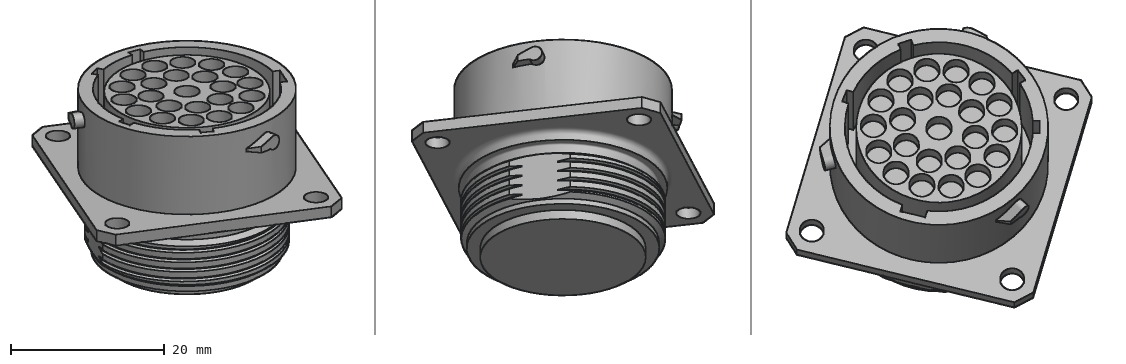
import cadquery as cq
import math


TOTAL_HEIGHT = 24.56
SHELL_TOP = 11.3
INSERT_BOTTOM = SHELL_TOP - TOTAL_HEIGHT
INSERT_RECESS = 0.4
FLANGE_THICKNESS = 1.6
COLLAR_BOTTOM = -3.1
THREAD_TOP = -4.45
THREAD_BOTTOM = -11.2
BODY_BOTTOM = -11.95

FLANGE_SIDE = 33.3
FLANGE_CHAMFER = 2.0
MOUNT_SPACING = 27.0
MOUNT_HOLE_DIAMETER = 3.15

SHELL_RADIUS = 14.2
CAVITY_RADIUS = 12.25
INSERT_RADIUS = 10.77
COLLAR_RADIUS = 13.57
COLLAR_FILLET = 0.7
NECK_RADIUS = 12.53
NECK_FILLET = 0.2

CREST_RADIUS = 13.32
ROOT_RADIUS = 12.91
THREAD_CHAMFER_HEIGHT = 0.6
PITCH = 1.39
GROOVE_MOUTH = 0.5
GROOVE_ROOT = 0.12
GROOVE_START_Z = -11.21
GROOVE_TURNS = 5
CUTTER_OVERSHOOT = 0.3
SLEEVE_EXTRA = 1.2
SLEEVE_BORE_RADIUS = 12.3
FLAT_DISTANCE = 12.68

KEYWAY_RADIUS = 13.1
MAIN_KEY_WIDTH = 3.35
MINOR_KEY_WIDTH = 1.76
MAIN_KEY_ANGLE = 90
MINOR_KEY_ANGLES = (195, 230, 305, 355)

CONTACT_DIAMETER = 3.3
CONTACT_DEPTH = 2.0
OUTER_RING_COUNT = 14
OUTER_RING_RADIUS = 8.55
INNER_RING_COUNT = 8
INNER_RING_RADIUS = 4.9

LUG_ANGLES = (30, 150, 270)
LUG_BUILD_ANGLE = 270
LUG_OUTER_RADIUS = 15.6
LUG_PIN_RADIUS = 1.0
LUG_Z = SHELL_TOP - 2.54
LUG_TAIL_LENGTH = 3.35
LUG_TAIL_TOP = -0.34
LUG_TAIL_BOTTOM = -0.76
LUG_TIP_LENGTH = 2.25
LUG_ROOT_RADIUS = 13.5


def cylinder(radius, bottom, top):
    return cq.Workplane("XY").workplane(offset=bottom).circle(radius).extrude(top - bottom)


def make_flange():
    flange = (
        cq.Workplane("XY")
        .workplane(offset=-FLANGE_THICKNESS)
        .rect(FLANGE_SIDE, FLANGE_SIDE)
        .extrude(FLANGE_THICKNESS)
        .edges("|Z")
        .chamfer(FLANGE_CHAMFER)
    )
    return (
        flange.faces(">Z")
        .workplane()
        .rect(MOUNT_SPACING, MOUNT_SPACING, forConstruction=True)
        .vertices()
        .hole(MOUNT_HOLE_DIAMETER)
    )


def make_rear_body():
    """Collar and plain neck, revolved as one profile below the flange."""
    bend = math.sqrt(0.5)
    flange_bottom = -FLANGE_THICKNESS
    collar_mid = COLLAR_FILLET * (1 - bend)
    neck_mid = NECK_FILLET * (1 - bend)
    return (
        cq.Workplane("XZ")
        .moveTo(0, flange_bottom)
        .lineTo(COLLAR_RADIUS + COLLAR_FILLET, flange_bottom)
        .threePointArc(
            (COLLAR_RADIUS + collar_mid, flange_bottom - collar_mid),
            (COLLAR_RADIUS, flange_bottom - COLLAR_FILLET),
        )
        .lineTo(COLLAR_RADIUS, COLLAR_BOTTOM)
        .lineTo(NECK_RADIUS + NECK_FILLET, COLLAR_BOTTOM)
        .threePointArc(
            (NECK_RADIUS + neck_mid, COLLAR_BOTTOM - neck_mid),
            (NECK_RADIUS, COLLAR_BOTTOM - NECK_FILLET),
        )
        .lineTo(NECK_RADIUS, BODY_BOTTOM)
        .lineTo(0, BODY_BOTTOM)
        .close()
        .revolve(360, (0, 0), (0, 1))
    )


def make_thread_groove():
    """Helical cutter whose flanks widen steadily from the root to past the crest."""
    flank_slope = (GROOVE_MOUTH - GROOVE_ROOT) / 2 / (CREST_RADIUS - ROOT_RADIUS)
    outer_half_width = GROOVE_MOUTH / 2 + flank_slope * CUTTER_OVERSHOOT
    outer_radius = CREST_RADIUS + CUTTER_OVERSHOOT
    helix = cq.Wire.makeHelix(PITCH, PITCH * GROOVE_TURNS, ROOT_RADIUS)
    groove = (
        cq.Workplane("XZ")
        .polyline([
            (ROOT_RADIUS, -GROOVE_ROOT / 2),
            (outer_radius, -outer_half_width),
            (outer_radius, outer_half_width),
            (ROOT_RADIUS, GROOVE_ROOT / 2),
        ])
        .close()
        .sweep(cq.Workplane(obj=helix), isFrenet=True)
    )
    return groove.translate((0, 0, GROOVE_START_Z))


def make_thread_envelope():
    """Outline of the thread with both ends chamfered down to the neck."""
    return (
        cq.Workplane("XZ")
        .polyline([
            (0, THREAD_TOP),
            (NECK_RADIUS, THREAD_TOP),
            (CREST_RADIUS, THREAD_TOP - THREAD_CHAMFER_HEIGHT),
            (CREST_RADIUS, THREAD_BOTTOM + THREAD_CHAMFER_HEIGHT),
            (NECK_RADIUS, THREAD_BOTTOM),
            (0, THREAD_BOTTOM),
        ])
        .close()
        .revolve(360, (0, 0), (0, 1))
    )


def make_thread():
    """Plain sleeve, longer than the thread, grooved and then trimmed to the envelope.

    The sleeve wall reaches inside the neck so that the two join.
    """
    sleeve_bottom = THREAD_BOTTOM - SLEEVE_EXTRA
    sleeve_top = THREAD_TOP + SLEEVE_EXTRA
    sleeve = cylinder(CREST_RADIUS, sleeve_bottom, sleeve_top)
    sleeve = sleeve.cut(cylinder(SLEEVE_BORE_RADIUS, sleeve_bottom, sleeve_top))
    grooved = sleeve.cut(make_thread_groove())
    return cut_thread_flats(grooved.intersect(make_thread_envelope()))


def cut_thread_flats(body):
    """Mill a flat on the -Y and +Y sides of the thread."""
    cut_depth = CREST_RADIUS - FLAT_DISTANCE
    for side in (-1, 1):
        cutter = cq.Workplane("XY").box(
            2 * CREST_RADIUS, cut_depth, THREAD_TOP - THREAD_BOTTOM
        ).translate(
            (0, side * (FLAT_DISTANCE + cut_depth / 2), (THREAD_TOP + THREAD_BOTTOM) / 2)
        )
        body = body.cut(cutter)
    return body


def make_keyway(width, angle):
    slot = (
        cq.Workplane("XY")
        .center(KEYWAY_RADIUS / 2, 0)
        .rect(KEYWAY_RADIUS, width)
        .extrude(SHELL_TOP)
    )
    return slot.rotate((0, 0, 0), (0, 0, 1), angle)


def make_shell():
    shell = cylinder(SHELL_RADIUS, 0, SHELL_TOP)
    shell = shell.cut(cylinder(CAVITY_RADIUS, 0, SHELL_TOP))
    shell = shell.cut(make_keyway(MAIN_KEY_WIDTH, MAIN_KEY_ANGLE))
    for angle in MINOR_KEY_ANGLES:
        shell = shell.cut(make_keyway(MINOR_KEY_WIDTH, angle))
    return shell


def ring_points(radius, count):
    """Evenly spaced points on a circle, the first one on the +Y axis."""
    step = 2 * math.pi / count
    return [(radius * math.sin(i * step), radius * math.cos(i * step)) for i in range(count)]


def make_insert():
    """Contact insert running through the whole connector, with blind contact holes."""
    face_z = SHELL_TOP - INSERT_RECESS
    insert = cylinder(INSERT_RADIUS, INSERT_BOTTOM, face_z)
    holes = (
        cq.Workplane("XY")
        .workplane(offset=face_z - CONTACT_DEPTH)
        .pushPoints(
            [(0, 0)]
            + ring_points(INNER_RING_RADIUS, INNER_RING_COUNT)
            + ring_points(OUTER_RING_RADIUS, OUTER_RING_COUNT)
        )
        .circle(CONTACT_DIAMETER / 2)
        .extrude(CONTACT_DEPTH)
    )
    return insert.cut(holes)


def make_lug(angle):
    """Lug built on the -Y side, its tail toward -X, then turned so its pin sits at angle."""
    pin_to_tail = math.hypot(LUG_TAIL_LENGTH, LUG_TAIL_TOP)
    tail_slope = math.atan2(-LUG_TAIL_TOP, LUG_TAIL_LENGTH)
    tangent_angle = math.pi + tail_slope - math.acos(LUG_PIN_RADIUS / pin_to_tail)
    pin_bottom_x = -math.sqrt(LUG_PIN_RADIUS ** 2 - LUG_TAIL_BOTTOM ** 2)
    outline = (
        cq.Workplane("XZ")
        .moveTo(pin_bottom_x, LUG_TAIL_BOTTOM)
        .threePointArc(
            (LUG_PIN_RADIUS, 0),
            (LUG_PIN_RADIUS * math.cos(tangent_angle), LUG_PIN_RADIUS * math.sin(tangent_angle)),
        )
        .lineTo(-LUG_TAIL_LENGTH, LUG_TAIL_TOP)
        .lineTo(-LUG_TAIL_LENGTH, LUG_TAIL_BOTTOM)
        .close()
        .extrude(LUG_OUTER_RADIUS)
        .translate((0, 0, LUG_Z))
    )
    tail_root_y = -math.sqrt(SHELL_RADIUS ** 2 - LUG_TAIL_LENGTH ** 2)
    tip_y = -math.sqrt(LUG_OUTER_RADIUS ** 2 - LUG_TIP_LENGTH ** 2)
    plan = (
        cq.Workplane("XY")
        .moveTo(-LUG_TAIL_LENGTH, -LUG_ROOT_RADIUS)
        .lineTo(-LUG_TAIL_LENGTH, tail_root_y)
        .lineTo(-LUG_TIP_LENGTH, tip_y)
        .threePointArc((0, -LUG_OUTER_RADIUS), (LUG_TIP_LENGTH, tip_y))
        .lineTo(LUG_TIP_LENGTH, -LUG_ROOT_RADIUS)
        .close()
        .extrude(SHELL_TOP)
    )
    return outline.intersect(plan).rotate((0, 0, 0), (0, 0, 1), angle - LUG_BUILD_ANGLE)


result = (
    make_flange()
    .union(make_rear_body())
    .union(make_thread())
    .union(make_shell())
    .union(make_insert())
)
for lug_angle in LUG_ANGLES:
    result = result.union(make_lug(lug_angle))
result = result.solids()

▸ Description of the task: Select the lines in this material that hold the word "with", leaving none out.

▸ Solution to this problem:
    """Outline of the thread with both ends chamfered down to the neck."""
    """Contact insert running through the whole connector, with blind contact holes."""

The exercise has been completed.